Black Holes of the Heart: Trauma, Time, and the Feminine Cosmos

Black Holes of the Heart: Trauma, Time, and the Feminine Cosmos.

Adapted from my poem titled the same.

Abstract: This hybrid essay, grounded in personal poetic experience, explores the metaphor of the black hole as a symbol of trauma, emotional implosion, and cosmic becoming. Drawing on string theory, block universe theory, and Sufi metaphysics, the work reframes heartbreak as a generator of inner multiverses. It critically engages with trauma theory, quantum cosmology, and feminist philosophy to suggest a posthuman reimagining of selfhood through poetic and metaphysical resonance.

1. Introduction: The Black Hole Within

The metaphor of a black hole—scientifically understood as a collapsed star whose gravitational pull is so immense that not even light can escape—resonates powerfully with the experience of emotional trauma. In the poem “Blackhole, String Theory and Block Universe,” the black hole becomes an ontological state of being: a site of loss, absorption, and unknowability. As Bessel van der Kolk (2014) argues in The Body Keeps the Score, trauma is not merely a memory but a physiological loop—an inward gravitational pull that disorients the linearity of time.


2. Love, Loss, and Emotional Gravity

The speaker experiences abandonment not as simple sadness, but as existential implosion. Each time someone leaves, she writes, “they convert me into a black-hole,” suggesting that repeated emotional injuries collapse her internal light. This correlates with Judith Herman’s (1992) concept of complex trauma, where relational betrayals—especially within intimacy—result in self-fragmentation. But instead of being annihilated, the speaker begins to create: “A blackhole creating many many a block universes all at once.” Trauma becomes not only a sinkhole but also a generative singularity.


3. Block Universe and Temporal Entanglement

The block universe theory, derived from the relativistic model of spacetime, proposes that past, present, and future co-exist simultaneously (Barbour, 1999). In the poem, the speaker performs temporal travel: “Through the lane of memories you do time travel.” This aligns with how trauma survivors often re-experience the past as vividly present (Caruth, 1996). However, the poetic speaker reclaims agency within this temporality—constructing multiverses from memory rather than being held hostage by it.


4. Duality and the Grey Zone of Being

The poem refuses binary categorization: “Stranded between morality and immorality… Between love and hatred.” This recalls Julia Kristeva’s (1982) theory of abjection—the psychic struggle with what defies boundaries. The speaker inhabits a liminal zone where contradiction becomes coherence. In poststructural feminist theory, such as Luce Irigaray’s (1985) notion of “the feminine as space,” this ambiguity is not weakness but capacity: the ability to hold paradox within.


5. The Feminine Cosmos: From Scar to Star

The poetic speaker transforms personal injury into universal love: “Love for the entire universe and its all creature, And, in love with the creator.” This reflects the Sufi trajectory of ‘Ishq’ (divine love), where personal longing becomes cosmic. Hallaj’s declaration “Ana al-Haqq” (I am the Truth) echoes here: the self becomes both wound and world. Moreover, the poem’s speaker exhibits characteristics of a posthuman feminine subjectivity—no longer centered on body or ego, but on vibrational presence, or as Karen Barad (2007) might term it, “intra-acting” agency.

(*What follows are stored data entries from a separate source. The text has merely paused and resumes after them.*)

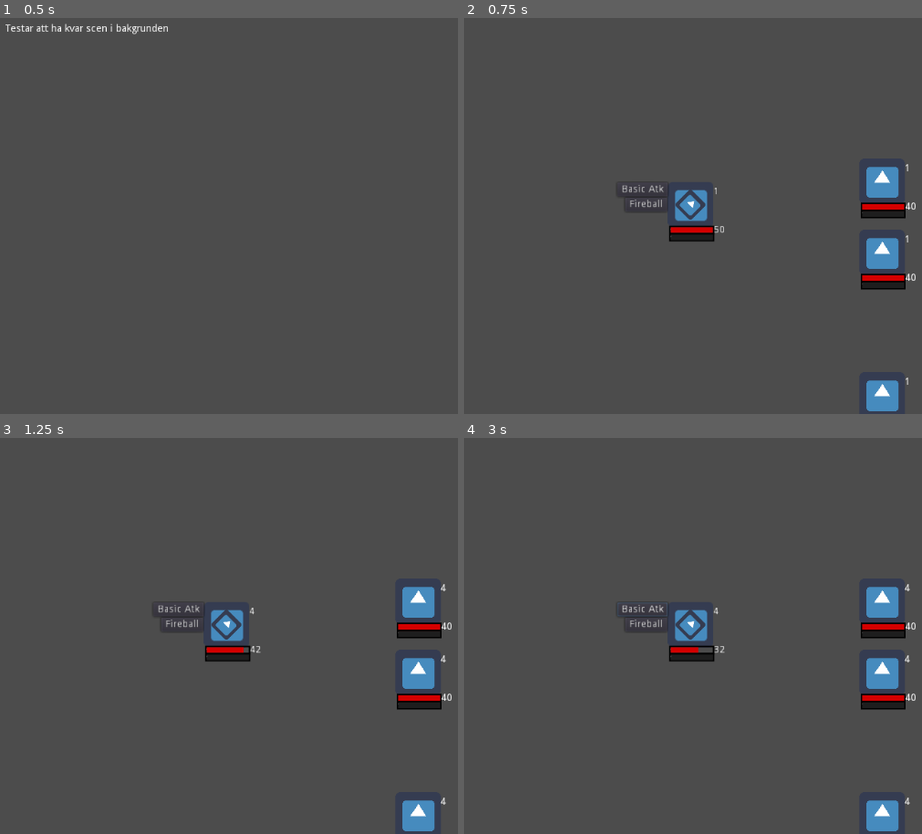
Above: before the commit, frames 1-4 (two rows, left to right).
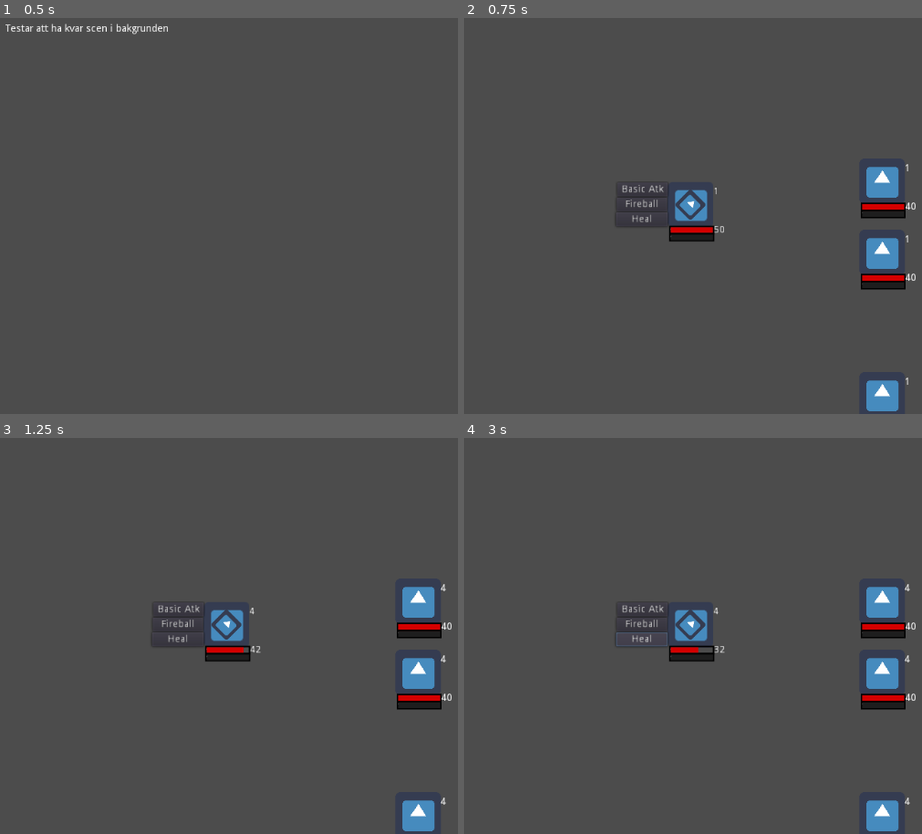
Above: after the commit, the same moments.

Repository: h19mili/Projekt_Fleorune.VM
Game: Godot game, scene res://Test_combat.tscn
The game is run twice, just before and just after one commit, with the same random seed, the same clock (stepped at 60 frames per second) and the same inputs. The engine's default icon, where the game draws it, is replaced by a stand-in: a white triangle on a blue panel in a dark square.
Inputs (mouse positions are in pixels of both pictures, inside the frame that each line leads up to):
- Up to frame 1 (0.5 s): no input
- Up to frame 2 (0.75 s): tap Enter (ui_accept) at 0.5 s; hold Right (ui_right) from 0.53 s (still down); tap A (ui_a) at 0.6 s
- Up to frame 3 (1.25 s): keep holding Right (ui_right); tap Enter (ui_accept) at 0.77 s
- Up to frame 4 (3 s): release Right (ui_right) at 1.25 s; click "Fireball" at 1.25 s; click "Basic Atk" at 2 s; click (642, 639) at 2.75 s, where only the run after the commit has a clickable "Heal"

Frame 1 is identical in both runs. In frame 2, 0.1% of the frame differs, in the area x 33-45%, y 45-53%; in frame 3, 0.1%; in frame 4, 0.2%, in the area x 33-45%, y 41-53%.

Commit message:
skill_heal

Diff:
--- a/Player karaktär/Healthbar.gd
+++ b/Player karaktär/Healthbar.gd
@@ -13,6 +13,9 @@
 	self.value = Max_HP.Current_HP
 	Text_health=str(value)
 	get_node("Healthnumber").set_text(Text_health)
+	if Max_HP.Current_HP > Max_HP.Max_HP:
+		Max_HP.Current_HP = Max_HP.Max_HP
+		print("Full HP")
 	pass
 
 
--- a/Player karaktär/Player.tscn
+++ b/Player karaktär/Player.tscn
@@ -90,18 +90,18 @@
 "_edit_use_anchors_": false
 }
 
-[node name="Button" type="Button" parent="."]
-margin_left = -92.4957
-margin_top = -9.96877
-margin_right = -33.4957
-margin_bottom = 10.0312
+[node name="Fireball" type="Button" parent="."]
+margin_left = -104.0
+margin_top = -10.0
+margin_right = -33.0
+margin_bottom = 10.0
 action_mode = 0
 text = "Fireball"
 __meta__ = {
 "_edit_use_anchors_": false
 }
 
-[node name="Button2" type="Button" parent="."]
+[node name="Attack" type="Button" parent="."]
 margin_left = -103.496
 margin_top = -31.3952
 margin_right = -32.4957
@@ -110,5 +110,16 @@
 __meta__ = {
 "_edit_use_anchors_": false
 }
-[connection signal="pressed" from="Button" to="." method="Fireball_Button"]
-[connection signal="pressed" from="Button2" to="." method="Basic_AtkButton"]
+
+[node name="Heal" type="Button" parent="."]
+margin_left = -105.0
+margin_top = 11.0
+margin_right = -32.0
+margin_bottom = 31.0
+text = "Heal"
+__meta__ = {
+"_edit_use_anchors_": false
+}
+[connection signal="pressed" from="Fireball" to="." method="Fireball_Button"]
+[connection signal="pressed" from="Attack" to="." method="Basic_AtkButton"]
+[connection signal="pressed" from="Heal" to="." method="Heal_pressed"]
--- a/Player.gd
+++ b/Player.gd
@@ -6,8 +6,9 @@
 onready var select_arrow = get_node("../../Arrow")
 # Called when the node enters the scene tree for the first time.
 func _ready():
-	get_node("Button").hide()
-	get_node("Button2").hide()
+	get_node("Fireball").hide()
+	get_node("Attack").hide()
+	get_node("Heal").hide()
 	pass # Replace with function body.
 
 
@@ -45,8 +46,9 @@
 		Mana.Current_mana -= 7
 		Mana._Manabar()
 		emit_signal("turn_done")
-		get_node("Button").hide()
-		get_node("Button2").hide()
+		get_node("Fireball").hide()
+		get_node("Attack").hide()
+		get_node("Heal").hide()
 	pass
 
 
@@ -55,11 +57,24 @@
 		Etarget = select_arrow.active_target
 		Etarget.Current_HP -= STR
 		emit_signal("turn_done")
-		get_node("Button2").hide()
-		get_node("Button").hide()
+		get_node("Fireball").hide()
+		get_node("Attack").hide()
+		get_node("Heal").hide()
 	pass
 
 func Show_button():
 	if selected == true:
-		get_node("Button").show()
-		get_node("Button2").show()
+		get_node("Fireball").show()
+		get_node("Attack").show()
+		get_node("Heal").show()
+
+
+func Heal_pressed():
+	if selected == true:
+		Etarget = select_arrow.active_target
+		Etarget.Current_HP += Magic
+		emit_signal("turn_done")
+		get_node("Fireball").hide()
+		get_node("Attack").hide()
+		get_node("Heal").hide()
+	pass

6. Conclusion: Becoming Multiverse

Ultimately, the poem’s black hole is not a symbol of defeat but of ontological transformation. The speaker writes, “you have engulfed an universe and became one.” This becoming mirrors Irigaray’s (1993) call for women to exist beyond patriarchal representation—toward a cosmic subjectivity that generates her own symbolic systems. Through the synthesis of poetic metaphor, scientific theory, and spiritual reflection, the poem becomes a philosophical testament to the power of emotional gravity: to absorb, to reconfigure, and to create worlds.


References:

Barad, K. (2007). Meeting the Universe Halfway: Quantum Physics and the Entanglement of Matter and Meaning. Duke University Press.

Barbour, J. (1999). The End of Time: The Next Revolution in Physics. Oxford University Press.

Caruth, C. (1996). Unclaimed Experience: Trauma, Narrative, and History. Johns Hopkins University Press.

Herman, J. L. (1992). Trauma and Recovery: The Aftermath of Violence–from Domestic Abuse to Political Terror. Basic Books.

Irigaray, L. (1985). This Sex Which Is Not One. Cornell University Press.

Irigaray, L. (1993). An Ethics of Sexual Difference. Cornell University Press.

Kristeva, J. (1982). Powers of Horror: An Essay on Abjection. Columbia University Press.

Van der Kolk, B. (2014). The Body Keeps the Score: Brain, Mind, and Body in the Healing of Trauma. Viking.